A few months ago I was telling high school students about Fermat's principle.
You can use it to show that light reflects off a surface at equal angles. To set it up, you put in boundary conditions, like "the light starts at A and ends at B". But these conditions by themselves are insufficient to determine what the path is, because there's an extra irrelevant stationary time path, which is the light going directly from A to B without ever bouncing off the surface. We get rid of this by adding in another boundary condition, i.e. that we only care about paths that actually do bounce. Then the solution is unique.
Of course the second I finished saying this one of the students asked "what if you're inside an elliptical mirror, and A and B are the two foci?" In this case, you can impose the condition "we only care about paths that hit the mirror", but this doesn't nail down the path at all because any path that consists of a straight line from A to the mirror, followed by a straight line to B, will take equal time!
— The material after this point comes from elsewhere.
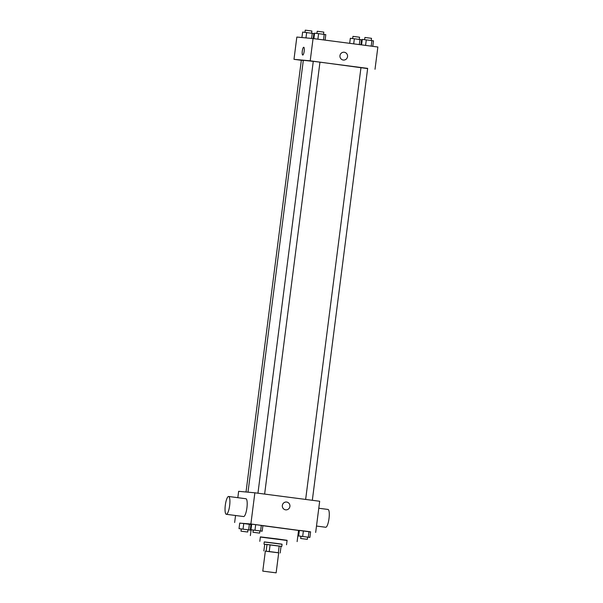 <?xml version="1.0" encoding="UTF-8"?>
<svg xmlns="http://www.w3.org/2000/svg" width="603" height="603" viewBox="0 0 603 603"><rect width="100%" height="100%" fill="white"/><g stroke="black" fill="none" stroke-linecap="round" stroke-linejoin="round"><path stroke-width="0.9" d="M262.976 571.147L276.136 572.85L262.976 571.147M262.78 571.139L265.343 551.097L272.85 552.001L278.707 552.808L276.136 572.85M278.707 552.838L265.343 551.15M278.33 552.71L279.189 546.032L270.091 544.841L269.24 551.526M266.142 551.142L267.001 544.464L264.725 544.253L263.865 550.931M267.001 544.464L270.091 544.841M279.189 546.032L281.043 546.295L280.184 552.974M281.036 546.348L264.725 544.26M263.978 544.132L264.257 541.909L275.33 543.243L282.076 544.185L281.789 546.416M282.061 544.275L264.25 541.991M286.531 544.758L287.096 540.303L276.981 538.894L260.375 536.881L259.81 541.336M287.081 540.476L260.353 537.054M262.893 525.71L298.545 530.452L297.121 541.592M307.605 537.145L309.882 537.416L310.598 531.846L303.392 530.866L299.374 530.384L298.658 535.954L300.927 536.293M298.651 530.753L297.942 536.316M310.583 531.959L250.878 523.984L239.723 523.148M250.946 524.61L251.609 524.7M298.643 530.828L299.307 530.919M259.908 530.926L262.184 531.198L262.9 525.635L255.695 524.648L251.677 524.173L250.961 529.736L253.23 530.075M241.004 531.168L247.69 532.019L241.004 531.168L241.29 528.937L250.245 530.097L250.961 524.535L243.755 523.547L239.73 523.072L239.022 528.635L241.29 528.982M315.678 532.434L319.673 501.259L254.865 492.809L250.878 523.984M282.347 505.45A3.927 3.814 -84.7 0 1 286.493 502.028A3.927 3.814 -84.7 0 1 289.922 506.286A3.927 3.814 -84.7 0 1 285.769 509.852A3.927 3.814 -84.7 0 1 282.347 505.45M254.865 492.809L238.645 491.317L237.823 497.686M235.547 515.505L234.65 522.492M228.635 496.488L245.918 498.741A8.977 2.171 97.4 0 1 245.918 498.741A8.977 2.171 97.4 0 1 246.913 507.93A8.977 2.171 97.4 0 1 243.597 516.552L226.313 514.299A8.977 2.171 97.4 0 1 225.318 505.156A8.977 2.171 97.4 0 1 228.62 496.488A8.977 2.171 97.4 0 1 228.635 496.488A8.977 2.171 97.4 0 1 229.63 505.676A8.977 2.171 97.4 0 1 226.313 514.299M316.492 526.057L325.68 527.256A8.977 2.171 -82.6 0 0 325.703 527.256A8.977 2.171 -82.6 0 0 329.004 518.588A8.977 2.171 -82.6 0 0 328.002 509.445L318.776 508.239M286.493 502.028A3.927 3.814 -84.7 0 1 289.922 506.286A3.927 3.814 -84.7 0 1 285.769 509.852M247.999 492.176L303.324 60.3L313.274 61.37M257.948 493.209L313.281 61.31L367.657 68.38L312.324 500.302M303.301 60.436L301.334 60.21L246.024 491.995M367.626 68.591L310.206 60.82L293.985 59.328L301.327 60.285M310.206 60.82L313.063 38.554L377.862 47.004L375.013 69.27M339.971 55.642A3.927 3.814 -84.7 0 1 344.109 52.227A3.927 3.814 -84.7 0 1 347.547 56.486A3.927 3.814 -84.7 0 1 343.393 60.051A3.927 3.814 -84.7 0 1 339.971 55.642M313.063 38.554L296.834 37.062L293.985 59.328M302.729 55.061A3.927 0.95 97.4 0 1 302.291 51.059A3.927 0.95 97.4 0 1 303.739 47.268A3.927 0.95 97.4 0 1 303.746 47.268A3.927 0.95 97.4 0 1 304.176 51.293A3.927 0.95 97.4 0 1 302.729 55.061A3.927 0.95 97.4 0 1 302.291 51.059A3.927 0.95 97.4 0 1 303.731 47.268A3.927 0.95 97.4 0 1 303.746 47.268M344.109 52.227A3.927 3.814 -84.7 0 1 347.547 56.486A3.927 3.814 -84.7 0 1 343.386 60.051M313.213 38.577L313.854 33.534L302.631 32.072L301.93 37.529M312.264 33.286L311.608 38.419M306.656 32.554L305.97 37.899M304.907 32.343L305.291 30.158L311.872 31.009L311.585 33.195M360.903 44.788L361.551 39.753L354.353 38.765L350.328 38.291L349.68 43.326M359.961 39.496L359.313 44.584M354.353 38.765L353.697 43.853M352.604 38.562L352.981 36.376L359.569 37.22L359.282 39.414M325.092 40.122L325.801 34.635L318.595 33.647L314.57 33.173L313.869 38.66M324.21 34.386L323.502 39.911M318.595 33.647L317.887 39.18M316.846 33.444L317.231 31.258L323.811 32.102L323.532 34.296M372.79 46.341L373.491 40.853L371.908 40.597L362.267 39.391L361.566 44.878M371.908 40.597L371.199 46.13M366.292 39.866L365.584 45.398M364.544 39.662L364.928 37.469L371.508 38.321L371.229 40.514M250.245 530.097L239.022 528.635M250.961 524.535L249.371 524.278L248.655 529.849M249.371 524.278L243.755 523.547L243.047 529.117M243.755 523.547L239.73 523.072M262.184 531.198L250.961 529.736M252.951 532.268L253.335 530.045L259.916 530.896L259.629 533.12L252.951 532.268L259.629 533.12M262.9 525.635L261.31 525.379L260.594 530.949M261.31 525.379L255.695 524.648L254.986 530.21M255.695 524.648L251.677 524.173M309.882 537.416L298.658 535.954M300.648 538.487L301.033 536.263L307.613 537.115L307.326 539.338L300.648 538.487L307.326 539.338M310.598 531.846L309.007 531.597L308.291 537.16M309.007 531.597L303.392 530.866L302.683 536.429M303.392 530.866L299.374 530.384M251.104 529.758L250.358 535.6M360.978 67.528L305.646 499.427M319.959 62.169L264.627 494.083M247.976 529.796L247.69 532.019"/></g></svg>
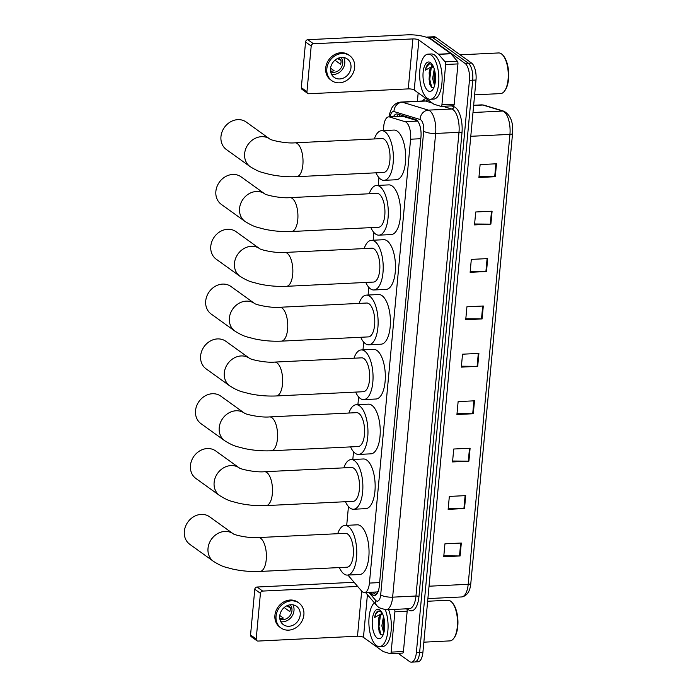 <?xml version="1.0" encoding="UTF-8"?>
<svg xmlns="http://www.w3.org/2000/svg" width="697" height="697" viewBox="0 0 697 697"><rect width="100%" height="100%" fill="white"/><g stroke="black" fill="none" stroke-linecap="round" stroke-linejoin="round"><path stroke-width="1.05" d="M347.934 575.077L361.621 591.056A13.565 5.733 -92.8 0 0 362.579 591.953A13.565 5.733 -92.8 0 0 364.444 592.572A13.565 5.733 -92.8 0 0 369.419 583.084L410.594 139.208A13.565 5.733 -92.8 0 0 405.157 121.714L389.562 116.983A13.565 5.733 -92.8 0 0 388.699 116.869A13.565 5.733 -92.8 0 0 383.725 126.357L383.333 130.583M377.199 591.953L378.532 591.195M417.32 120.72L402.866 116.329L388.699 116.869M378.959 177.665L378.244 185.402M373.88 232.484L373.156 240.221M368.791 287.303L368.077 295.04M363.703 342.122L362.989 349.859M358.624 396.942L357.901 404.678M353.536 451.752L352.821 459.489M348.448 506.571L346.705 525.338M370.037 592.302L371.51 594.018A13.565 5.733 -92.8 0 0 372.468 594.916A13.565 5.733 -92.8 0 0 374.333 595.534A13.565 5.733 -92.8 0 0 379.307 586.046L420.962 136.995A13.565 5.733 -92.8 0 0 415.525 119.501L397.595 114.055A13.565 5.733 -92.8 0 0 396.732 113.942A13.565 5.733 -92.8 0 0 393.517 116.634M375.936 594.889A13.565 5.733 87.2 0 1 375.744 594.759A13.565 5.733 87.2 0 1 374.786 593.853L373.313 592.136M426.529 37.281A13.565 5.733 87.2 0 1 427.444 37.054A13.565 5.733 87.2 0 1 429.308 37.673L465.012 63.366A13.565 5.733 87.2 0 1 469.447 80.347L416.353 652.662A13.565 5.733 87.2 0 1 411.378 662.15A13.565 5.733 87.2 0 1 409.522 661.531L398.109 653.324M417.398 101.257L418.174 92.884M427.444 37.054L433.996 36.741A13.565 5.733 87.2 0 1 435.86 37.359L471.555 63.044A13.565 5.733 87.2 0 1 475.999 80.033L422.905 652.34L419.629 652.497A13.565 5.733 87.2 0 1 414.654 661.993A13.565 5.733 87.2 0 0 419.629 652.497L472.723 80.19L419.629 652.497L416.353 652.662M471.555 63.044L468.288 63.2A13.565 5.733 87.2 0 1 472.723 80.19A13.565 5.733 87.2 0 0 468.288 63.2L432.584 37.516L468.288 63.2L465.012 63.366M430.72 36.897A13.565 5.733 87.2 0 1 432.584 37.516A13.565 5.733 87.2 0 0 430.72 36.897M396.793 116.477A13.565 5.733 87.2 0 1 398.518 114.334M496.491 163.786L480.12 164.579L478.917 177.508L495.288 176.707L496.491 163.786M479.005 176.585L494.696 176.724A3.616 1.045 5.3 0 0 495.288 176.707M492.091 211.191L475.72 211.984L474.518 224.913L490.888 224.12L492.091 211.191M474.605 223.99L490.296 224.129A3.616 1.045 5.3 0 0 490.888 224.12M487.691 258.596L471.32 259.389L470.127 272.318L486.497 271.525L487.691 258.596M470.205 271.394L485.905 271.534A3.616 1.045 5.3 0 0 486.497 271.525M483.3 306L466.929 306.793L465.727 319.723L482.097 318.93L483.3 306M465.814 318.799L481.505 318.938A3.616 1.045 5.3 0 0 482.097 318.93M461.309 543.024L444.939 543.826L443.736 556.755L460.107 555.953L461.309 543.024M443.823 555.823L459.515 555.962A3.616 1.045 5.3 0 0 460.107 555.953M465.709 495.619L449.338 496.421L448.136 509.35L464.507 508.549L465.709 495.619M448.223 508.418L463.914 508.557A3.616 1.045 5.3 0 0 464.507 508.549M470.1 448.215L453.73 449.016L452.536 461.945L468.907 461.144L470.1 448.215M452.614 461.013L468.314 461.153A3.616 1.045 5.3 0 0 468.907 461.144M474.5 400.81L458.129 401.611L456.927 414.532L473.298 413.739L474.5 400.81M457.014 413.609L472.705 413.748A3.616 1.045 5.3 0 0 473.298 413.739M478.9 353.405L462.529 354.198L461.327 367.127L477.698 366.334L478.9 353.405M461.414 366.204L477.105 366.343A3.616 1.045 5.3 0 0 477.698 366.334M422.905 652.34A13.565 5.733 87.2 0 1 417.93 661.828L411.378 662.15M406.769 608.803A2.257 0.958 87.2 0 1 407.17 611.225L394.894 611.827L391.156 652.122L403.432 651.521A2.257 0.958 87.2 0 1 402.605 653.106A2.257 0.958 87.2 0 1 402.457 653.08M407.17 611.225L403.432 651.521M256.914 640.743L251.277 636.692A2.257 1.943 -54.3 0 1 250.554 634.958L256.191 639.01A2.257 1.943 125.7 0 0 258.038 641.066L357.491 636.213A4.522 1.307 -174.7 0 1 363.459 637.363L383.106 651.503A2.257 0.958 -92.8 0 0 383.272 651.582L390.181 653.681A2.257 0.958 -92.8 0 0 390.329 653.699A2.257 0.958 -92.8 0 0 391.156 652.122M254.788 589.27A2.257 1.943 -54.3 0 1 257.036 587.022L262.673 591.073A2.257 1.943 125.7 0 0 260.425 593.33L254.788 589.27L250.554 634.958M354.102 582.283L257.036 587.022M260.425 593.33L256.191 639.01M262.673 591.073L357.666 586.438M394.894 611.827A2.257 0.958 -92.8 0 0 394.493 609.405M279.732 615.991A11.3 9.706 125.7 0 0 283.365 624.669A11.3 9.706 125.7 0 0 293.855 624.791A11.3 9.706 125.7 0 0 300.198 614.989A11.3 9.706 125.7 0 0 296.565 606.32A11.3 9.706 125.7 0 0 286.075 606.198A11.3 9.706 125.7 0 0 279.732 615.991M280.795 621.698A11.3 9.706 125.7 0 0 293.995 610.528A11.3 9.706 125.7 0 0 292.932 604.822M279.793 615.503L283.348 618.056A9.044 7.763 -54.3 0 1 279.767 618.352M284.184 607.54L289.804 611.583A9.044 7.763 -54.3 0 0 290.257 609.413A9.044 7.763 -54.3 0 0 290.205 607.27L287.652 605.44M279.898 619.145A9.044 7.763 125.7 0 0 291.956 610.633A9.044 7.763 125.7 0 0 290.231 604.778M298.943 603.01L297.819 602.199A15.369 13.208 125.7 0 0 283.548 602.034A15.369 13.208 125.7 0 0 274.923 615.355A15.369 13.208 125.7 0 0 279.863 627.161L280.987 627.971A15.369 13.208 125.7 0 0 295.258 628.136A15.369 13.208 125.7 0 0 303.883 614.815A15.369 13.208 125.7 0 0 298.943 603.01A15.369 13.208 125.7 0 0 284.681 602.853A15.369 13.208 125.7 0 0 276.056 616.174A15.369 13.208 125.7 0 0 280.987 627.971M290.257 607.74L286.624 605.902M427.644 601.25L447.875 600.265A20.344 8.599 87.2 0 1 450.671 601.189A20.344 8.599 87.2 0 1 451.996 602.408L452.675 603.184A19.438 8.216 87.2 0 1 457.894 620.147A19.438 8.216 87.2 0 1 454.348 637.537L453.747 638.365A20.344 8.599 87.2 0 1 449.861 640.9L423.846 642.172M451.996 602.408A20.344 8.599 87.2 0 1 457.459 620.164A20.344 8.599 87.2 0 1 453.747 638.365M385.345 609.831A22.609 9.558 87.2 0 1 387.532 633.547A22.609 9.558 87.2 0 1 379.577 646.598A22.609 9.558 87.2 0 1 376.476 645.57A22.609 9.558 87.2 0 1 368.931 624.521A22.609 9.558 87.2 0 1 374.359 602.792M388.63 609.692A22.609 9.558 87.2 0 1 390.799 633.399A22.609 9.558 87.2 0 1 382.853 646.441L379.577 646.598M383.995 618.3L383.141 625.81L384.195 631.264M383.489 616.34L381.843 625.88L383.786 632.981M382.487 613.656L379.717 616.287L378.393 620.086L379.098 631.796L380.719 634.514L383.071 634.993M377.173 638.069A14.742 6.229 87.2 0 1 372.346 619.616A14.742 6.229 87.2 0 1 379.778 609.971A14.742 6.229 87.2 0 1 380.745 610.86A14.742 6.229 87.2 0 1 384.7 623.719A14.742 6.229 87.2 0 1 382.008 636.901A14.742 6.229 87.2 0 1 377.173 638.069M381.207 611.557L377.73 611.13C376.267 612.184 375.204 614.318 374.559 617.533L382.278 613.221M378.393 620.086A10.22 4.321 87.2 0 1 382.069 613.613A10.22 4.321 87.2 0 1 382.479 613.639M384.003 618.352L383.507 626.411L384.239 631.046M381.599 612.01L381.041 612.75M378.854 618.37L378.314 626.664L379.36 632.44M384.335 620.164L384.517 629.252M380.457 615.129L378.959 626.629L380.954 634.714M379.046 610.79L375.805 614.144L374.559 617.533M209.597 516.799A16.955 14.567 125.7 0 0 193.853 516.616A16.955 14.567 125.7 0 0 184.348 531.306A16.955 14.567 125.7 0 0 189.793 544.322L213.465 561.355A16.955 14.567 -54.3 0 1 208.02 548.347A16.955 14.567 -54.3 0 1 217.464 533.693A16.955 14.567 -54.3 0 1 233.155 533.754L209.597 516.799M258.369 537.579A16.955 7.162 -92.8 0 1 260.695 538.345A16.955 7.162 -92.8 0 1 266.245 559.578A16.955 7.162 -92.8 0 1 260.025 571.444L347.036 567.192A16.955 7.162 -92.8 0 0 353.405 552.651A16.955 7.162 -92.8 0 0 347.707 534.102A16.955 7.162 -92.8 0 0 345.381 533.327L258.369 537.579C249.413 538.476 234.035 534.956 233.129 533.736L233.268 533.832M337.705 533.702A24.865 10.507 87.2 0 1 344.998 525.425A24.865 10.507 87.2 0 1 348.404 526.557A24.865 10.507 87.2 0 1 356.759 553.766A24.865 10.507 87.2 0 1 347.42 575.095A24.865 10.507 87.2 0 1 344.004 573.962A24.865 10.507 87.2 0 1 339.352 567.567M344.998 525.425L357.273 524.824A24.865 10.507 87.2 0 1 360.68 525.956A24.865 10.507 87.2 0 1 369.035 553.174A24.865 10.507 87.2 0 1 359.696 574.502L347.42 575.095M215.704 450.95A16.955 14.567 125.7 0 0 199.961 450.767A16.955 14.567 125.7 0 0 190.455 465.457A16.955 14.567 125.7 0 0 195.901 478.473L219.572 495.506A16.955 14.567 -54.3 0 1 214.127 482.498A16.955 14.567 -54.3 0 1 223.571 467.844A16.955 14.567 -54.3 0 1 239.271 467.905L215.704 450.95M264.477 471.73A16.955 7.162 -92.8 0 1 266.803 472.496A16.955 7.162 -92.8 0 1 272.353 493.729A16.955 7.162 -92.8 0 1 266.132 505.595L353.144 501.343A16.955 7.162 -92.8 0 0 359.513 486.802A16.955 7.162 -92.8 0 0 353.815 468.253A16.955 7.162 -92.8 0 0 351.488 467.478L264.477 471.73C255.52 472.627 240.143 469.107 239.237 467.887L239.376 467.983M343.813 467.853A24.865 10.507 87.2 0 1 351.105 459.576A24.865 10.507 87.2 0 1 354.512 460.708A24.865 10.507 87.2 0 1 362.867 487.917A24.865 10.507 87.2 0 1 353.527 509.246A24.865 10.507 87.2 0 1 350.121 508.113A24.865 10.507 87.2 0 1 345.459 501.718M351.105 459.576L363.381 458.974A24.865 10.507 87.2 0 1 366.788 460.107A24.865 10.507 87.2 0 1 375.152 487.325A24.865 10.507 87.2 0 1 365.803 508.653L353.527 509.246M220.783 396.131A16.955 14.567 125.7 0 0 205.049 395.948A16.955 14.567 125.7 0 0 195.535 410.638A16.955 14.567 125.7 0 0 200.98 423.654L224.661 440.687A16.955 14.567 -54.3 0 1 219.215 427.679A16.955 14.567 -54.3 0 1 228.66 413.025A16.955 14.567 -54.3 0 1 244.351 413.086L220.783 396.131M269.565 416.911A16.955 7.162 -92.8 0 1 271.891 417.677A16.955 7.162 -92.8 0 1 277.441 438.91A16.955 7.162 -92.8 0 1 271.22 450.776L358.223 446.524A16.955 7.162 -92.8 0 0 364.601 431.983A16.955 7.162 -92.8 0 0 358.903 413.434A16.955 7.162 -92.8 0 0 356.576 412.659L269.565 416.911C260.6 417.808 245.231 414.288 244.316 413.068L244.464 413.164M348.892 413.033A24.865 10.507 87.2 0 1 356.184 404.757A24.865 10.507 87.2 0 1 359.6 405.889A24.865 10.507 87.2 0 1 367.955 433.098A24.865 10.507 87.2 0 1 358.615 454.427A24.865 10.507 87.2 0 1 355.2 453.294A24.865 10.507 87.2 0 1 350.547 446.899M356.184 404.757L368.469 404.155A24.865 10.507 87.2 0 1 371.876 405.297A24.865 10.507 87.2 0 1 380.231 432.506A24.865 10.507 87.2 0 1 370.891 453.834L358.615 454.427M225.872 341.312A16.955 14.567 125.7 0 0 210.137 341.129A16.955 14.567 125.7 0 0 200.623 355.827A16.955 14.567 125.7 0 0 206.068 368.835L229.749 385.877A16.955 14.567 -54.3 0 1 224.303 372.86A16.955 14.567 -54.3 0 1 233.748 358.206A16.955 14.567 -54.3 0 1 249.439 358.267L225.872 341.312M274.653 362.091A16.955 7.162 -92.8 0 1 276.979 362.867A16.955 7.162 -92.8 0 1 282.52 384.091A16.955 7.162 -92.8 0 1 276.3 395.957L363.311 391.714A16.955 7.162 -92.8 0 0 369.68 377.173A16.955 7.162 -92.8 0 0 363.982 358.615A16.955 7.162 -92.8 0 0 361.656 357.84L274.653 362.091C265.688 362.998 250.319 359.469 249.404 358.249L249.552 358.345M353.98 358.214A24.865 10.507 87.2 0 1 361.273 349.938A24.865 10.507 87.2 0 1 364.688 351.07A24.865 10.507 87.2 0 1 373.043 378.288A24.865 10.507 87.2 0 1 363.695 399.616A24.865 10.507 87.2 0 1 360.288 398.484A24.865 10.507 87.2 0 1 355.636 392.089M361.273 349.938L373.548 349.345A24.865 10.507 87.2 0 1 376.964 350.478A24.865 10.507 87.2 0 1 385.319 377.687A24.865 10.507 87.2 0 1 375.979 399.015L363.695 399.616M230.96 286.493A16.955 14.567 125.7 0 0 215.225 286.31A16.955 14.567 125.7 0 0 205.711 301.008A16.955 14.567 125.7 0 0 211.156 314.016L234.828 331.058A16.955 14.567 -54.3 0 1 229.383 318.041A16.955 14.567 -54.3 0 1 238.827 303.387A16.955 14.567 -54.3 0 1 254.527 303.456L230.96 286.493M279.732 307.272A16.955 7.162 -92.8 0 1 282.058 308.048A16.955 7.162 -92.8 0 1 287.608 329.28A16.955 7.162 -92.8 0 1 281.388 341.138L368.399 336.895A16.955 7.162 -92.8 0 0 374.768 322.354A16.955 7.162 -92.8 0 0 369.07 303.796A16.955 7.162 -92.8 0 0 366.744 303.029L279.732 307.272C270.776 308.179 255.398 304.659 254.492 303.43L254.632 303.535M359.068 303.404A24.865 10.507 87.2 0 1 366.361 295.119A24.865 10.507 87.2 0 1 369.767 296.26A24.865 10.507 87.2 0 1 378.123 323.469A24.865 10.507 87.2 0 1 368.783 344.797A24.865 10.507 87.2 0 1 365.376 343.665A24.865 10.507 87.2 0 1 360.724 337.27M366.361 295.119L378.637 294.526A24.865 10.507 87.2 0 1 382.052 295.659A24.865 10.507 87.2 0 1 390.407 322.868A24.865 10.507 87.2 0 1 381.059 344.196L368.783 344.797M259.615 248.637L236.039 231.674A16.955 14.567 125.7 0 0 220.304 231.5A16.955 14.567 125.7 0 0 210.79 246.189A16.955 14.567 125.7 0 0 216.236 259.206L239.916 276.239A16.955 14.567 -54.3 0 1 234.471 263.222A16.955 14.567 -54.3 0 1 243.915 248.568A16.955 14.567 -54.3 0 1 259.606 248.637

So in this case the principle tells us nothing at all.
The fact that we can get no information whatsoever from an action principle feels disturbing. I thought the standard model was based on one of those!
My questions are
- Is this anything more than a mathematical curiosity? Does this come up as a problem/obstacle in higher physics?
- Is there a nicer, mathematically natural way to state the "only count bouncing paths" condition? Also, is there a "nice" condition that specifies a path in the ellipse case?
- What should I have told that student?
Answer
Multiple classical solutions to Euler-Lagrange equations with pertinent/well-posed boundary conditions (such solutions are sometimes called instantons) are a common phenomenon in physics, cf. e.g. this related Phys.SE post and links therein.
In optics, it is well-known that already e.g. two mirrors can create multiple classical paths.